Exercise:
Where does the word "changed" show up in the data? Please find each such line and copy it.

Information supplied:
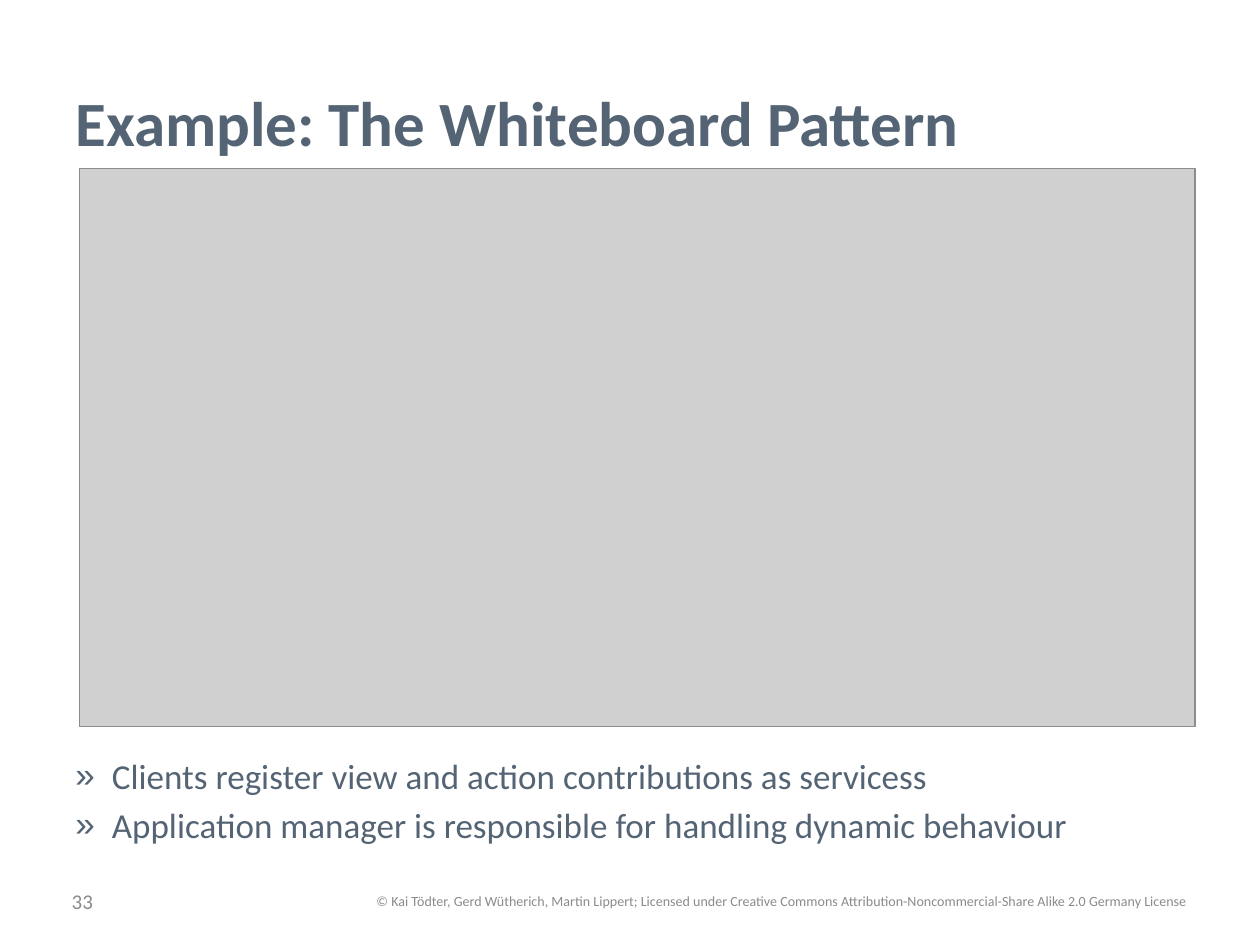
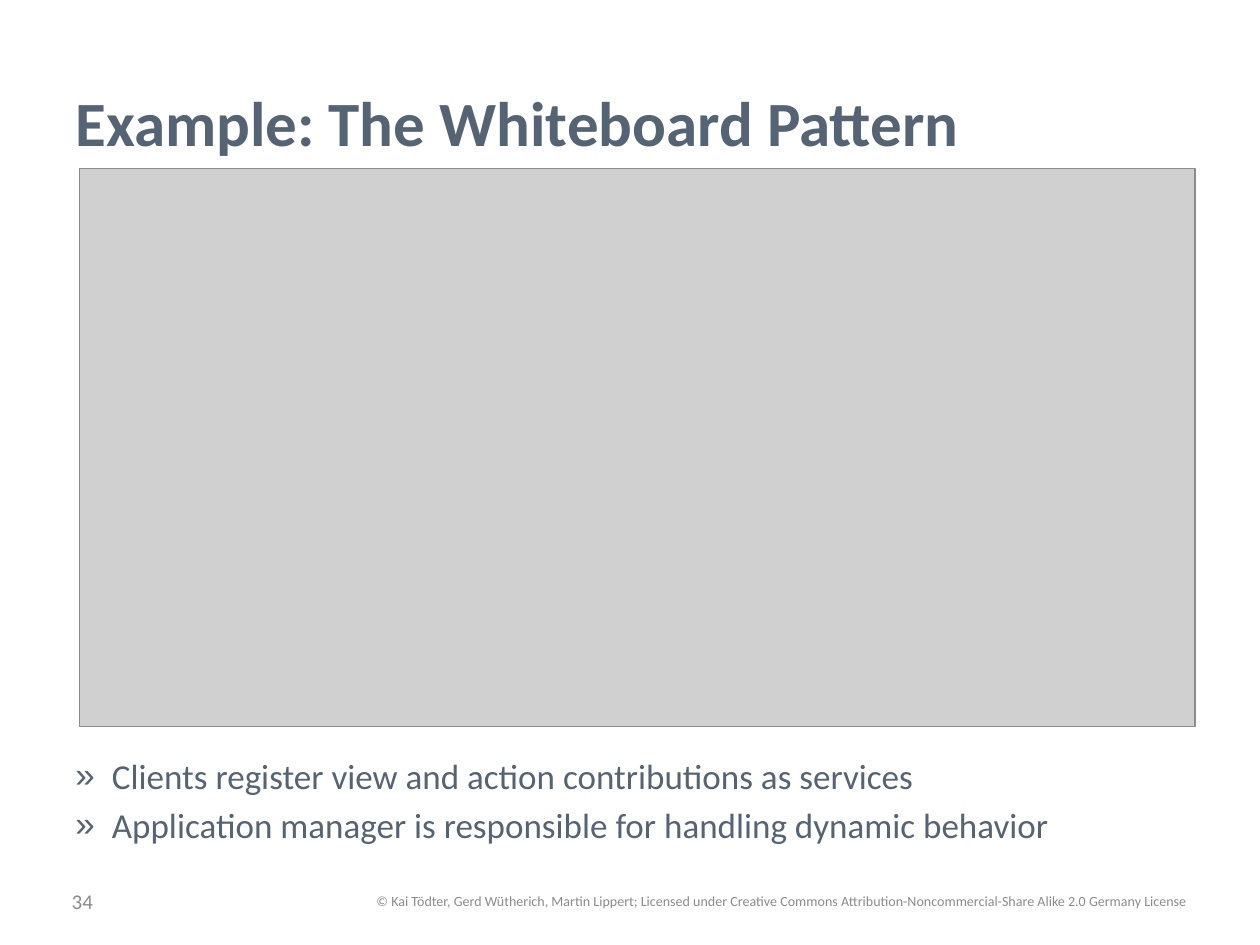
Before and after one commit to osgi-forks/osgi-person-manager, a slide deck: slide 34 of presentations/Patterns and Best Practices for dynamic OSGi Applications.pptx (slide 33 before the commit). Drawn at 1260x945 pixels with LibreOffice and Linux fonts; fonts in the diff are those of the drawing; grey boxes stand for pictures; background and template pictures are left out. Boxes give left, top, right and bottom in pixels: in the first picture for what was removed or moved away, otherwise in the second. Text is boxed around its words. In the diff, an @@ line names an element or a change of style, - is before the commit and + after.

```diff
--- a/presentations/Patterns and Best Practices for dynamic OSGi Applications.pptx
+++ b/presentations/Patterns and Best Practices for dynamic OSGi Applications.pptx
@@ text at [112,764,1048,844]: text changed @@
-» Clients register view and action contributions as servicess
-» Application manager is responsible for handling dynamic behaviour
+» Clients register view and action contributions as services
+» Application manager is responsible for handling dynamic behavior
@@ page number at [72,895,93,909]: text changed @@
-33
+34
```
Also in this commit, not shown: 3 other slides changed, 1 slide added, 1 other file.

Response area:
@@ text at [112,764,1048,844]: text changed @@
@@ page number at [72,895,93,909]: text changed @@
Also in this commit, not shown: 3 other slides changed, 1 slide added, 1 other file.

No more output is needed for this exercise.